Higgs particle what is it

The mathematical puzzle had been solved decades ago but whether the maths described physical reality remained to be tested. Imagine an empty region of space, a perfect vacuum, without any matter present in it. Quantum field theory tells us that this hypothetical region is not really empty: particle—antiparticle pairs associated with different quantum fields pop into existence briefly before annihilating, transforming into energy. The Higgs field on the other hand has a really high vacuum expectation value.

When the universe had just come into being and was extremely hot, its energy density was higher than the energy associated with the vacuum expectation value of the Higgs field. As a result, the symmetries of the Standard Model could hold, allowing particles such as the W and Z to be massless. As the universe started to cool down, the energy density dropped, until — fractions of a second after the Big Bang — it fell below that of the Higgs field. This resulted in the symmetries being broken and certain particles gained mass.

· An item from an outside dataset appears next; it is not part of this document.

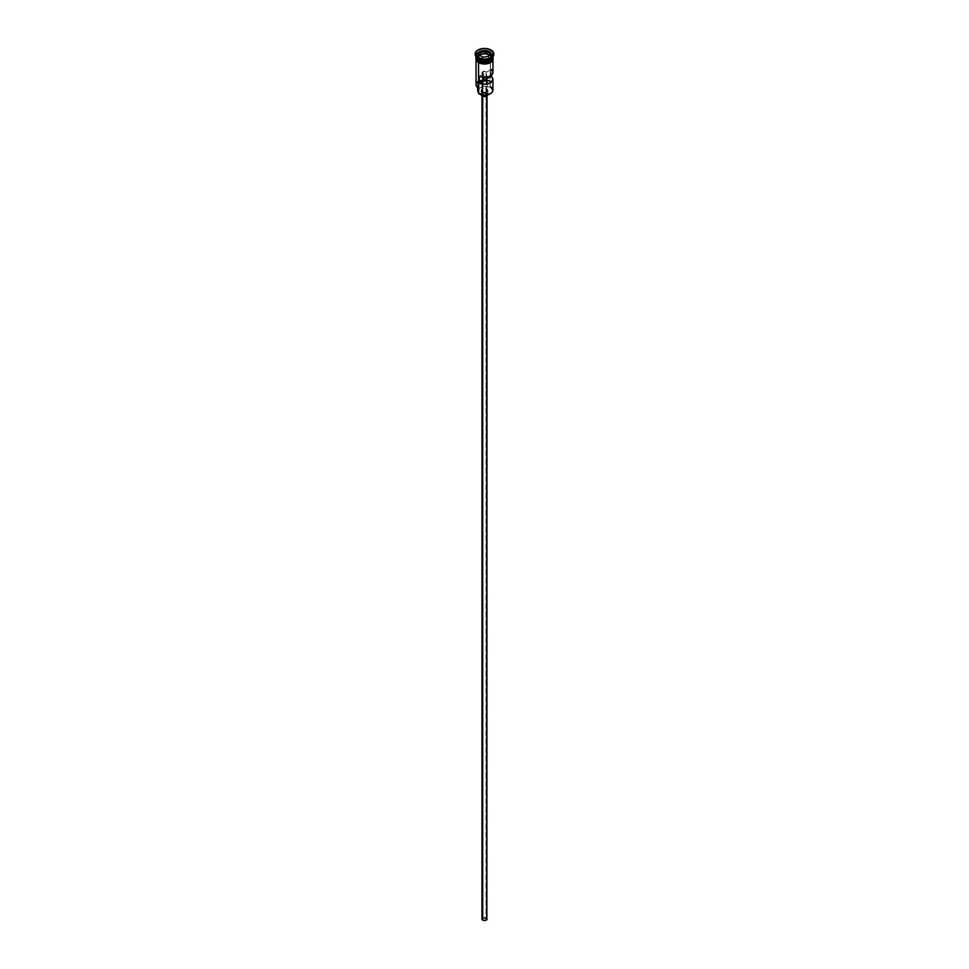 <?xml version="1.0" encoding="UTF-8"?>
<svg xmlns="http://www.w3.org/2000/svg" width="969" height="969" viewBox="0 0 969 969"><rect width="100%" height="100%" fill="white"/><g stroke="black" fill="none" stroke-linecap="round" stroke-linejoin="round"><path stroke-width="0.73" stroke-dasharray="4.84 3.63" d="M490.362 93.666A8.115 4.688 0 0 0 490.241 87.101L490.484 55.621A8.455 4.881 180 0 1 492.93 58.721A8.455 4.881 180 0 1 492.955 59.073A8.455 4.881 180 0 1 487.734 63.579A8.455 4.881 180 0 1 478.516 62.525L476.203 60.017L476.203 58.116L479.8 55.015L477.402 56.335L475.961 59.073M478.226 92.019L478.601 93.642A8.115 4.688 0 0 0 478.759 93.739A8.115 4.688 180 0 1 478.601 93.642A5.075 2.931 0 0 0 478.662 93.194A5.075 2.931 0 0 0 478.516 92.515M483.01 73.329A2.12 1.223 180 0 1 482.38 72.469A2.12 1.223 180 0 1 483.688 71.343A2.12 1.223 180 0 1 485.99 71.597L485.99 77.278L485.99 71.597L484.912 71.27L482.429 72.227L483.906 73.632L479.28 76.309L483.906 73.632L483.906 77.338L483.906 73.632A2.12 1.223 180 0 1 483.01 73.329L483.01 919.944L483.01 73.329M485.99 918.224A2.12 1.223 0 0 0 483.688 917.958A2.12 1.223 0 0 0 482.38 919.084A2.12 1.223 0 0 0 483.01 919.944L485.675 920.102L486.571 918.842L483.325 918.067L482.38 919.084L483.01 919.944A2.12 1.223 0 0 0 485.312 920.211A2.12 1.223 0 0 0 486.62 919.084A2.12 1.223 0 0 0 485.99 918.224L485.99 80.233L485.99 918.224M482.707 95.604L482.707 96.222L482.707 95.604L485.469 95.919L487.032 94.562A2.532 1.466 180 0 1 485.469 95.919A2.532 1.466 180 0 1 482.707 95.604A2.532 1.466 180 0 1 481.968 94.562L482.707 95.604M486.293 93.533A2.532 1.466 180 0 1 487.032 94.562L484.5 93.097L481.968 94.562A2.532 1.466 180 0 1 483.531 93.206A2.532 1.466 180 0 1 486.293 93.533L486.293 918.055L486.293 93.533M487.032 919.084A2.532 1.466 0 0 0 486.293 918.055A2.532 1.466 0 0 0 483.531 917.728A2.532 1.466 0 0 0 481.968 919.084M482.114 91.801L482.114 94.901L482.114 91.801L485.796 92.225L487.879 90.42A3.379 1.95 180 0 1 485.796 92.225A3.379 1.95 180 0 1 482.114 91.801A3.379 1.95 180 0 1 481.121 90.42L482.114 91.801M486.886 89.039A3.379 1.95 180 0 1 487.879 90.42L486.886 89.039L484.5 88.47L482.114 89.039L481.121 90.42A3.379 1.95 180 0 1 483.204 88.615A3.379 1.95 180 0 1 486.886 89.039L486.886 93.181L486.886 89.039M487.879 94.683A3.379 1.95 0 0 0 487.879 94.562A3.379 1.95 0 0 0 486.886 93.181A3.379 1.95 0 0 0 483.204 92.758A3.379 1.95 0 0 0 481.121 94.562A3.379 1.95 0 0 0 481.121 94.683M478.638 60.102A8.285 4.784 180 0 1 476.288 56.081A8.285 4.784 180 0 1 481.847 52.193A8.285 4.784 180 0 1 490.362 53.343A8.285 4.784 180 0 1 492.785 56.723A8.285 4.784 180 0 1 490.423 60.066M476.13 55.887A8.455 4.881 0 0 0 478.516 60.042M492.325 58.431A8.285 4.784 0 0 0 492.785 56.856A8.285 4.784 0 0 0 490.362 53.477A8.285 4.784 0 0 0 481.847 52.326A8.285 4.784 0 0 0 476.288 56.214A8.285 4.784 0 0 0 478.638 60.248M478.516 60.453A8.455 4.881 180 0 1 478.516 53.549A8.455 4.881 180 0 1 490.484 53.549A8.455 4.881 180 0 1 492.955 56.796M491.077 50.715A9.302 5.366 180 0 1 493.778 54.167A9.302 5.366 0 0 0 491.077 50.715L491.077 50.025L491.077 50.715A9.302 5.366 0 0 0 481.218 49.492A9.302 5.366 0 0 0 475.222 54.167A9.302 5.366 180 0 1 481.218 49.492A9.302 5.366 180 0 1 491.077 50.715L490.484 51.745L491.077 50.715M490.762 58.479A8.455 4.881 0 0 0 490.484 51.745A8.455 4.881 180 0 1 492.955 55.197A8.455 4.881 180 0 1 490.762 58.479M492.955 90.141A8.455 4.881 0 0 0 490.484 86.689L490.484 81.166A8.455 4.881 0 0 0 486.438 79.87A8.455 4.881 180 0 1 490.484 81.166L483.24 81.008L479.655 82.099L477.656 84.751L478.601 88.118L476.506 85.732L477.765 82.28L482.828 80.306L490.072 81.493A5.075 2.931 180 0 1 487.262 81.275L487.262 86.798A5.075 2.931 0 0 0 490.072 87.016L492.615 90.42L490.241 93.739M491.15 69.453L491.15 75.485L491.15 69.453L486.535 72.118L491.15 69.453A8.455 4.881 0 0 1 492.955 72.469M492.809 57.486A8.455 4.881 0 0 0 490.484 54.93L490.484 53.549L490.484 54.93A8.455 4.881 0 0 0 481.266 53.864A8.455 4.881 0 0 0 476.045 58.382L478.516 54.93L484.5 53.501L490.544 54.894L493.039 58.382M475.961 58.382L478.456 54.894L484.5 53.452L490.484 54.93L492.955 58.382A8.455 4.881 0 0 0 492.87 57.692M492.712 57.498A8.285 4.784 0 0 0 490.362 53.477L490.362 53.477A8.285 4.784 0 0 0 481.327 52.435A8.285 4.784 0 0 0 476.215 56.856A8.285 4.784 0 0 0 476.675 58.431M492.955 56.759A8.455 4.881 0 0 0 492.955 56.577A8.455 4.881 0 0 0 490.484 53.125L490.484 51.745L490.484 53.125A8.455 4.881 0 0 0 481.266 52.072A8.455 4.881 0 0 0 476.045 56.577A8.455 4.881 0 0 0 476.045 56.759M486.535 77.205L485.99 71.597A2.12 1.223 180 0 1 486.535 72.118L486.535 77.205M493.039 59.073L490.544 55.584A8.539 4.93 0 0 0 478.456 55.584A8.539 4.93 0 0 0 478.456 62.561L476.603 60.962M476.045 57.692A8.539 4.93 180 0 1 481.799 53.707A8.539 4.93 180 0 1 490.544 54.894M478.516 58.661A8.455 4.881 180 0 1 476.045 55.197A8.455 4.881 180 0 1 481.266 50.691A8.455 4.881 180 0 1 490.484 51.745A8.455 4.881 0 0 0 478.516 51.745A8.455 4.881 0 0 0 478.516 58.661M478.577 60.066A8.285 4.784 180 0 1 476.215 56.723A8.285 4.784 180 0 1 481.327 52.302A8.285 4.784 180 0 1 490.362 53.343A8.285 4.784 180 0 1 492.712 57.365M476.045 56.796A8.455 4.881 180 0 1 481.436 52.447A8.455 4.881 180 0 1 490.484 53.549M479.752 63.167L481.23 63.627M487.77 63.627L489.248 63.167M491.598 61.81L492.397 60.962M490.544 55.584L486.172 54.228L479.752 54.967L486.147 54.276L491.537 56.359L492.797 58.116L492.797 60.017L490.484 62.525L484.5 63.954L478.516 62.525A8.455 4.881 180 0 1 476.045 59.073L476.203 58.116M492.797 58.116L492.955 60.514M476.045 60.514L476.045 59.073A8.455 4.881 180 0 1 476.07 58.721A8.455 4.881 180 0 1 481.545 54.494A8.455 4.881 180 0 1 490.484 55.621L490.072 81.493A8.115 4.688 0 0 0 485.917 80.282M478.516 81.166A8.455 4.881 180 0 1 483.906 79.749A8.455 4.881 0 0 0 476.045 84.618M483.906 80.221A8.115 4.688 0 0 0 476.93 83.201A8.115 4.688 0 0 0 478.601 88.118L478.601 88.118A5.075 2.931 180 0 0 478.662 87.67A5.075 2.931 180 0 0 478.226 86.483A6.856 3.961 180 0 1 477.644 84.897A6.856 3.961 180 0 1 487.262 81.275L487.262 86.798A6.856 3.961 0 0 0 477.644 90.42M478.226 87.9L478.226 86.483L478.226 87.9M478.032 89.124L482.247 86.689L490.072 87.016A8.115 4.688 180 0 1 490.241 87.101A8.115 4.688 0 0 0 490.072 87.016L490.484 86.689M492.942 72.76L491.986 70.192M481.181 94.95L482.114 93.181L484.5 92.612L486.886 93.181L487.819 94.95M482.15 918.527L484.5 917.619L486.85 918.527M482.986 59.848L488.642 58.976L488.642 56.347L482.986 57.232L482.986 59.848L482.986 57.232L478.843 54.833L478.843 57.462L482.986 59.848L488.642 58.976L490.157 55.705L489.2 55.148L490.157 55.705L490.157 53.089L490.157 55.705L488.642 58.976L488.642 56.347L482.986 57.232L478.65 54.724L478.843 57.462L482.986 59.848M479.8 55.39L478.843 57.462L479.8 55.39M482.38 74.516L482.38 84.097M482.38 91.946L482.38 919.084M487.032 94.562L487.032 95.858M487.879 90.42L487.879 94.562M478.601 60.03L476.215 56.856C478.323 52.241 483.046 51.139 490.399 53.549L492.785 56.723C490.677 61.338 485.953 62.44 478.601 60.03M492.955 55.197L492.955 56.577M476.045 56.929L480.309 53.985L484.585 53.368L490.75 54.87L492.955 56.929M476.045 55.197L476.045 56.577M478.662 93.194L478.662 87.67M477.644 87.489L477.644 84.897M481.121 90.42L481.121 94.562M481.968 94.562L481.968 95.858M486.62 79.373L486.62 919.084"/><path stroke-width="1.45" d="M490.484 86.689A8.455 4.881 180 0 1 490.484 93.593A8.455 4.881 180 0 1 478.516 93.593L478.759 93.739A8.115 4.688 0 0 0 490.241 93.739A8.115 4.688 0 0 0 490.362 93.666M490.484 93.593L484.5 95.107L478.516 93.593A8.455 4.881 0 0 0 487.734 94.659A8.455 4.881 0 0 0 492.955 90.141L492.955 79.373A8.455 4.881 180 0 1 488.194 83.758A8.455 4.881 180 0 1 479.28 83.213L479.28 76.309A8.455 4.881 0 0 0 488.194 76.854A8.455 4.881 0 0 0 492.955 72.469L492.955 60.514M492.894 71.876L492.216 74.468L489.309 76.49L483.483 77.314L479.28 76.309L479.28 83.213L483.906 80.548L483.906 77.338L483.906 80.548A2.12 1.223 180 0 0 486.62 79.373A2.12 1.223 180 0 0 486.535 79.034L491.15 76.357L491.15 75.485L492.942 79.664L490.484 82.825L485.009 84.242L479.28 83.213L485.99 80.233L485.99 77.278L485.99 80.233L486.535 77.205L486.535 79.034L491.15 76.357A8.455 4.881 180 0 1 492.955 79.373M482.707 96.222L482.707 920.126A2.532 1.466 0 0 0 485.469 920.441A2.532 1.466 0 0 0 487.032 919.084L485.469 920.441L482.707 920.126L482.707 96.222M481.121 94.683A3.379 1.95 0 0 0 482.114 95.943L482.114 94.901L482.114 95.943A3.379 1.95 0 0 0 485.699 96.391A3.379 1.95 0 0 0 487.879 94.683M490.253 53.004A8.455 4.881 0 0 0 481.678 51.987A8.455 4.881 0 0 0 476.13 55.887M476.675 58.431A8.285 4.784 0 0 0 478.638 60.248L478.638 60.102A8.285 4.784 180 0 0 490.423 60.066A8.285 4.784 180 0 1 478.638 60.102L478.516 61.834A8.455 4.881 0 0 0 487.734 62.888A8.455 4.881 0 0 0 492.955 58.382L491.537 61.095L487.734 62.888L482.828 63.215L478.456 61.871L478.456 62.561A8.539 4.93 0 0 0 488.049 63.554A8.539 4.93 0 0 0 493.015 58.721M477.923 58.31L478.516 58.661A8.455 4.881 0 0 0 490.484 58.661A8.455 4.881 0 0 0 490.762 58.479A8.455 4.881 180 0 1 478.516 58.661L478.516 60.042A8.455 4.881 0 0 0 487.601 61.132A8.455 4.881 0 0 0 492.955 56.759A8.455 4.881 0 0 1 487.601 61.132A8.455 4.881 0 0 1 478.516 60.042L477.923 58.31A9.302 5.366 0 0 0 488.061 59.472A9.302 5.366 0 0 0 493.802 54.506A9.302 5.366 0 0 0 493.778 54.167A9.302 5.366 180 0 1 491.077 58.31A9.302 5.366 180 0 1 477.923 58.31L477.923 57.619L477.923 58.31A9.302 5.366 180 0 1 475.222 54.167A9.302 5.366 0 0 0 475.198 54.506A9.302 5.366 0 0 0 477.923 58.31L478.516 58.661M476.045 60.514L476.045 84.618A8.455 4.881 0 0 0 478.516 88.07L478.516 62.731L478.759 93.739M492.955 56.796A8.455 4.881 180 0 1 492.955 57.001A8.455 4.881 180 0 1 487.734 61.507A8.455 4.881 180 0 1 478.516 60.453A8.455 4.881 180 0 1 476.045 57.001A8.455 4.881 180 0 1 476.045 56.796M476.045 57.001L476.045 58.382A8.455 4.881 0 0 0 478.516 61.834L478.638 60.248A8.285 4.784 0 0 0 492.325 58.431M491.077 50.025A9.302 5.366 180 0 1 493.802 53.816A9.302 5.366 180 0 1 488.061 58.782A9.302 5.366 180 0 1 477.923 57.619L484.5 59.194L489.672 58.285L493.1 55.875L493.621 52.774L492.24 50.836L488.061 48.862L484.5 48.45L479.328 49.358L476.76 50.836L475.198 53.816L475.9 55.875L477.923 57.619A9.302 5.366 180 0 1 475.198 53.816A9.302 5.366 180 0 1 480.939 48.862A9.302 5.366 180 0 1 491.077 50.025M492.773 57.147A8.539 4.93 180 0 1 488.739 62.658A8.539 4.93 180 0 1 478.456 61.871A8.539 4.93 180 0 1 476.045 57.692M479.752 63.167L476.603 60.272L476.118 57.413M486.063 50.449L490.35 52.92L488.776 56.299L482.937 57.195L478.65 54.724L480.224 51.345L486.063 50.449L480.224 51.345L478.65 54.724L482.937 57.195L488.776 56.299L490.35 52.92L486.063 50.449L486.014 53.319L480.358 54.191L479.8 55.39L480.358 51.563L480.358 54.191L486.014 53.319L486.014 50.691L490.157 53.089L488.667 56.311L490.35 52.92L486.063 50.449M476.045 56.759A8.455 4.881 0 0 0 478.516 60.042M492.882 57.413L492.397 60.272L490.544 61.871L484.5 63.312L478.516 61.834L476.045 58.382M481.23 63.627L487.77 63.627M489.248 63.167L491.598 61.81M492.397 60.962L493.039 59.073M475.961 59.073L476.603 60.962M476.045 59.073L476.203 58.116M492.797 58.116L492.955 59.073M486.438 79.87A8.455 4.881 0 0 0 483.906 79.749A8.455 4.881 180 0 1 486.438 79.87M478.516 92.515A5.075 2.931 0 0 0 478.226 92.019L478.032 89.124M478.516 81.166A8.455 4.881 180 0 0 478.516 88.07L478.516 93.593M477.644 87.489L477.644 90.42A6.856 3.961 0 0 0 478.226 92.019L478.613 92.806M478.638 60.248A8.285 4.784 0 0 0 491.428 59.484M492.325 55.148A8.455 4.881 180 0 1 489.188 61.059A8.455 4.881 180 0 1 478.516 60.453M491.986 70.192L491.15 69.453M487.879 94.562L486.886 95.943L484.5 96.512L482.114 95.943L481.121 94.562M481.968 95.858L481.968 919.084A2.532 1.466 0 0 0 482.707 920.126L482.15 918.527M486.85 918.527L487.032 95.858M485.917 80.282A8.115 4.688 0 0 0 483.906 80.221M478.843 54.833L480.358 51.563L486.014 50.691L480.224 51.345L478.843 54.833M489.2 55.148L486.014 53.319L489.2 55.148M482.38 72.469L482.38 74.516M482.38 84.097L482.38 91.946M492.955 57.001L492.955 58.382M493.802 53.816L493.802 54.506M492.955 56.929L493.039 60.381L490.98 62.44L484.827 64.075L478.25 62.573L475.973 60.405L476.045 56.929M475.198 53.816L475.198 54.506"/></g></svg>

The other property of the Higgs field is what makes it impossible to observe directly. Quantum fields, both observed and hypothesised, come in different varieties. Vector fields are like the wind: they have both magnitude and direction.

Consequently, vector bosons have an intrinsic angular momentum that physicists call quantum spin. Scalar fields have only magnitude and no direction, like temperature, and scalar bosons have no quantum spin. The particle associated with the Higgs field is called the Higgs boson. We can even take all our data on particle physics data and interpret them in terms of the mass of a hypothetical Higgs boson.

In other words, if we assume that the Higgs boson exists, we can infer its mass based on the effect it would have on the properties of other particles and fields.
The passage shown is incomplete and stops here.